Let's create a `Conv2d` layer:

In [40]:
l1 = nn.Conv2d(in_channels=1, out_channels=nh, kernel_size=5)

In [42]:
x = X_test[:100]
x.shape

torch.Size([100, 1, 28, 28])

In [43]:
def stats(x):
    return x.mean(), x.std()

In [44]:
stats(l1.weight), stats(l1.bias)

((tensor(-0.0031, grad_fn=<MeanBackward0>),
  tensor(0.1149, grad_fn=<StdBackward0>)),
 (tensor(0.0149, grad_fn=<MeanBackward0>),
  tensor(0.1316, grad_fn=<StdBackward0>)))

Let's check the output:

In [45]:
t = l1(x)

In [46]:
stats(t)

(tensor(0.0071, grad_fn=<MeanBackward0>),
 tensor(0.6753, grad_fn=<StdBackward0>))

We would like the outputs to have a mean of 0 and a standard deviation of 1. The mean is fine but the standard diviation is not quite there.

Let's compare this to the normal Kaiming init with a leak of 1 because we're not using an activation function, remember:

$$LeakyReLU(x,\alpha)=\begin{cases}
x,  & \text{if $x \ge 0$} \\
\alpha x, & \text{if $x < 0$}
\end{cases}$$

When we switch to a normal kiming initialization with $a=1$, we get an output with $\mu \approx 0$ and $\sigma \approx 1$. So far so good.
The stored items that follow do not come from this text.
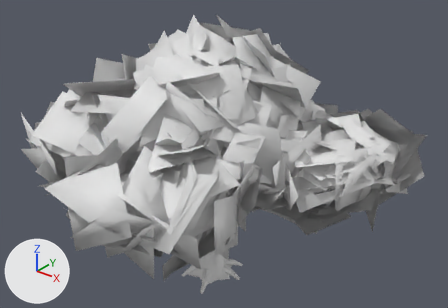
Renders of the glTF model models/variants/oak_v5.glb from each side of a commit.
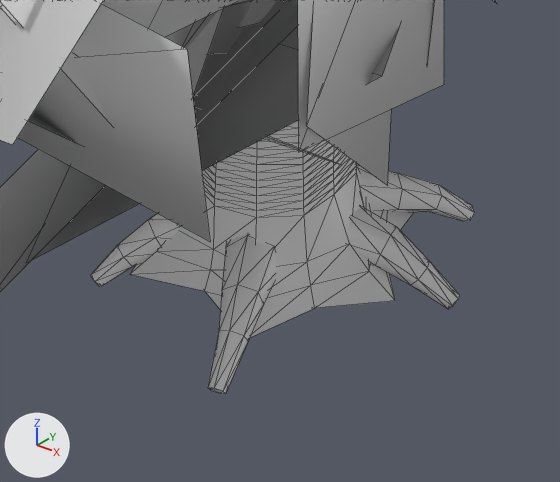
Old and new are each drawn whole from a 50 mm lens placed at (12.37, -14.65, 14.11), pointed at (0.5, 0.18, 4.91) and again close up on the part from 37% to 57% of the width and 75% to 100% of the height. The lights are fixed; the arrows at lower left show +X, +Y and +Z. The older version's two pictures come first. The close-ups show mesh edges as thin lines. Where no turn or scale is listed for an object, it has been applied to the vertices. Vertices at exactly the same position are counted once.

In view in the first close-up: 'Body_Canopy0.001', 'Body_Trunk'.
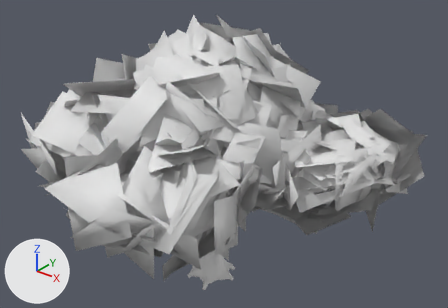
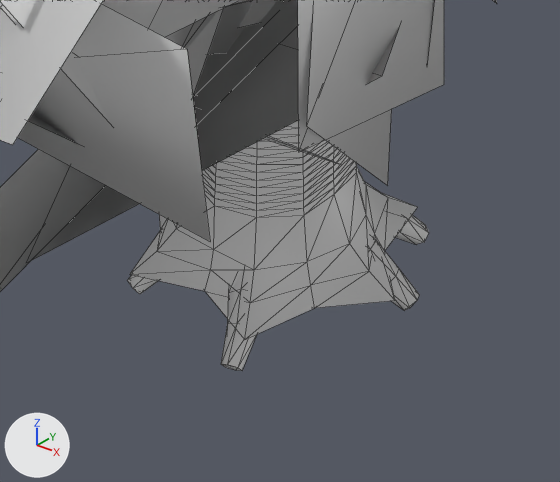
Pixel boxes (x1, y1, x2, y2) of what changed, in the close-ups (560 x 482 px; the box of a moved part takes in the faces that stretch with it):
'Body_Trunk', reshaped (21% narrower, 8% shorter)
    before: (91, 121, 474, 394)
    after: (127, 121, 429, 371)
part 1 of me_body_trunk, moved or reshaped (mostly hidden afterwards)
    before: (91, 165, 474, 394)
    after: (127, 215, 429, 371)

What the commit changed:
me_body_trunk is used by ob_body_trunk; location (0.0, 0.0, 0.0).
me_body_trunk had 486 vertices, 948 faces and spanned x -1.14..1.14, y -1.2..1.11, z -0.17..3.21.
me_body_trunk now has 486 vertices, 948 faces and spans x -0.93..0.93, y -0.92..0.86, z -0.25..3.21.
me_body_trunk part 1: 150 of 486 vertices moved; they spanned x -1.14..1.14, y -1.2..1.11, z -0.17..0.47 and now span x -0.89..0.9, y -0.92..0.86, z -0.25..0.38; mean shift (-0.02, 0.01, -0.09); largest move (0.5, -1.16, -0.14) -> (0.36, -0.87, -0.23).
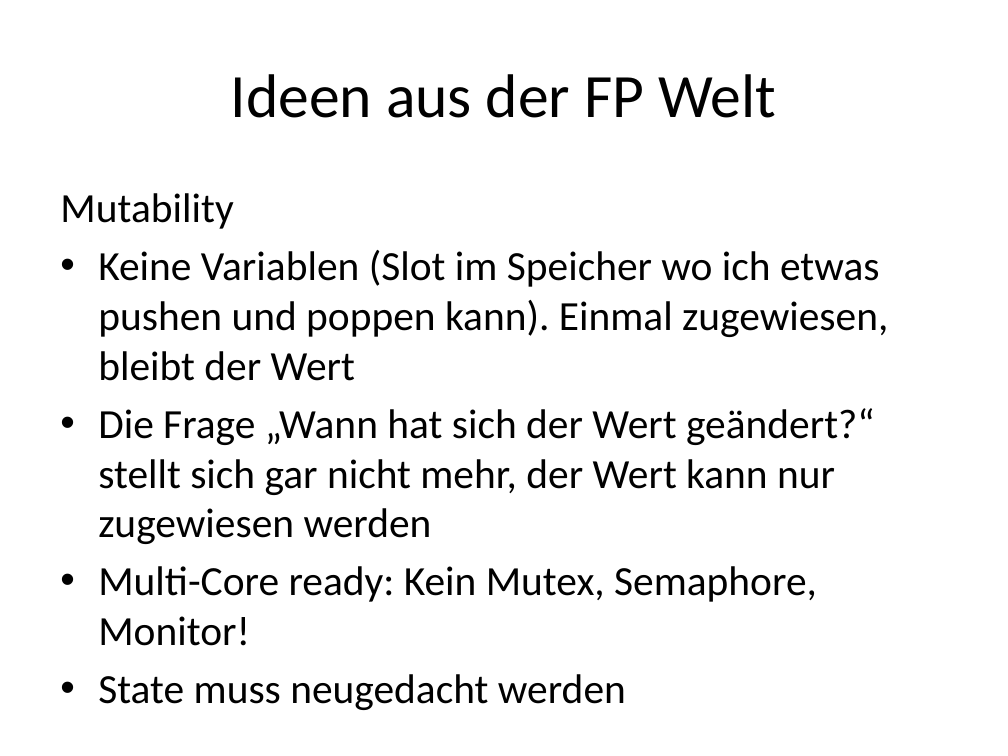
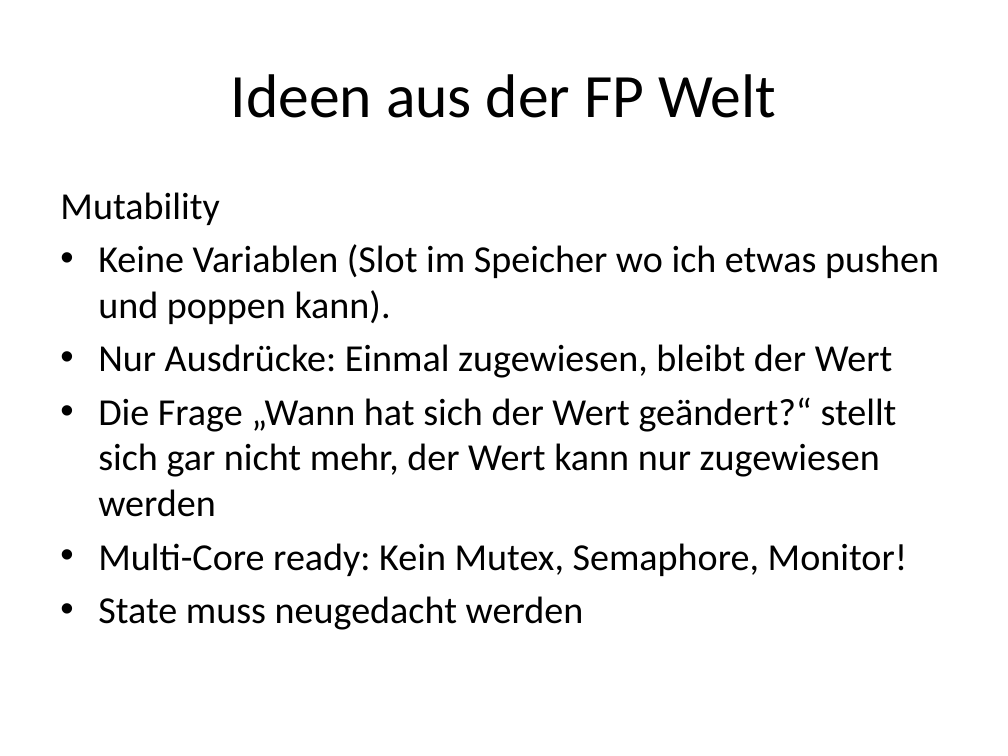
Before and after one commit to nasserbrake/talks, a slide deck: slide 9 of 20151202Extended/FSharp.pptx. Drawn at 1008x756 pixels with LibreOffice and Linux fonts; fonts in the diff are those of the drawing. Boxes give left, top, right and bottom in pixels: in the first picture for what was removed or moved away, otherwise in the second. Text is boxed around its words. In the diff, an @@ line names an element or a change of style, - is before the commit and + after.

```diff
--- a/20151202Extended/FSharp.pptx
+++ b/20151202Extended/FSharp.pptx
@@ text at [60,192,908,630]: size 29.6 to 27.2 pt in "Mutability", "Die Frage „Wann hat sich der Wert ...", "Multi-Core ready: Kein Mutex, Semaphore, Monitor!", "State muss neugedacht werden" @@
@@ text at [98,244,939,378]: text changed; size 29.6 to 27.2 pt @@
-• Keine Variablen (Slot im Speicher wo ich etwas pushen und poppen kann). Einmal zugewiesen, bleibt der Wert
+• Keine Variablen (Slot im Speicher wo ich etwas pushen und poppen kann).
+• Nur Ausdrücke: Einmal zugewiesen, bleibt der Wert
```
Also in this commit, not shown: 2 other slides changed, 1 slide removed, 2 other files.

Let's define `LeakyReLU` which defaults to `ReLU`:

In [61]:
def f1(x, a=0):
    return F.leaky_relu(l1(x), a)

In [64]:
init.kaiming_normal_(l1.weight, a=0)
stats(f1(x))

(tensor(0.5330, grad_fn=<MeanBackward0>),
 tensor(1.0288, grad_fn=<StdBackward0>))

Due to the relu function, the mean is no longer 0, it shifts to $\approx 1/2$

Let's go back to look at how the `Conv2d` layer handle's it:

In [65]:
l1 = nn.Conv2d(1, nh, 5)

In [66]:
stats(f1(x))

(tensor(0.1968, grad_fn=<MeanBackward0>),
 tensor(0.3751, grad_fn=<StdBackward0>))

In [67]:
l1.weight.shape

torch.Size([32, 1, 5, 5])

In [68]:
rec_fs = l1.weight[0,0].numel()
rec_fs

25

In [69]:
nf, ni, *_ = l1.weight.shape
nf, ni

(32, 1)

Let's calculate the number of projections (mappings) **in** and **out**:

In [70]:
fan_in = ni * rec_fs
fan_out = nf * rec_fs
fan_in, fan_out

(25, 800)